Installing and using the Web Extension from a local build
To get started with FilterBubbler you first need to install the extension.
To download the extension follow this link: http://filterbubbler.org/releases/filterbubbler-1.0.1-an+fx.xpi
If you are building FilterBubbler from the Git repo, then you will load the resulting extension into FireFox using the “about:debugging” page:
Once you are on the page you will check the “enable add-on debugging” box so that you can debug your improvements, and then click the “Load Temporary Add-on” button which will bring up a file dialog:
In the file dialog, navigate to your checkout of FilterBubbler and select the manifest.json file. This will add the extension to your browser. You should then see the extension in the list of Add-ons, and see the new FilterBubbler button in the Firefox toolbar.
When you select the button you should see the FilterBubbler pop-up with its four tabs: matches, corpora, recipes and settings.
Now you are ready to get started making corpora and recipes!
Creating a new corpus
Now that you have the web extension installed you can build your first corpus. That may make you wonder, what is a corpus? A corpus (plural: corpora) is a term used in data science for a collection of information. In the case of FilterBubbler a corpus is a group of labels that can be applied to web pages. These labels can be anything you want. You could classify pages into “Sports” and “Politics” or “R” and “PG-13”. These pages are then used to drive a classifier recipe which combines your classifications with automated actions based on how closely new pages match the content of a given group of URLs.
Starting a corpus
To create a new corpus, open the FilterBubbler pop-up and select the Corpora tab:
Then click the “Add corpus” menu entry:
This will allow you to enter a name for your corpus. When you press enter, the new corpus is created:
You can now add classifications to your corpus by selecting the “Add classification” menu item.

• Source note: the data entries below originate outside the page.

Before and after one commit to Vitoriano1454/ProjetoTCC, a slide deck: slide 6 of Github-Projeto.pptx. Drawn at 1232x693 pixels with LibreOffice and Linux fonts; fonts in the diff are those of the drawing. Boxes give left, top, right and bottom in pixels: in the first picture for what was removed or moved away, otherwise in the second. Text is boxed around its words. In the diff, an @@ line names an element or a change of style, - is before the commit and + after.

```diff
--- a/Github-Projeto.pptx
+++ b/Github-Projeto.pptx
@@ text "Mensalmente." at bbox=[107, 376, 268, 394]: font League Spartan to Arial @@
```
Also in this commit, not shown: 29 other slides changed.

Press enter and the new classification is created. You can continue to create as many classifications as you want.
Once you have created all your classifications you can start applying them to some URLs. Navigate to any page and then click the checkbox for the proper classification.
You can continue to classify as many URLs as you want. The more URLs you classify the more flexible and accurate you system will be at identifying content. Once you have added all the URLs you want you can move on to creating a recipe.
A recipe connects your corpus to the browser. Currently the actions you can have a recipe take are very limited but we will provide a pluggable architecture for adding new functionality. The recipe has four components. Those are the source, sink, classifier and corpus. You’ve already learned about the corpus so lets talk about the rest.
Sources represent a stream of URLs that need classification. We currently only provide one source and that is the current page you have loaded in the browser when you activate the FilterBubbler extension. Sources can basically be any stream of URLs so other possibilities might include your browsing history, your incoming Facebook friend posts or anything else that you can fetch using the WebExtensions API.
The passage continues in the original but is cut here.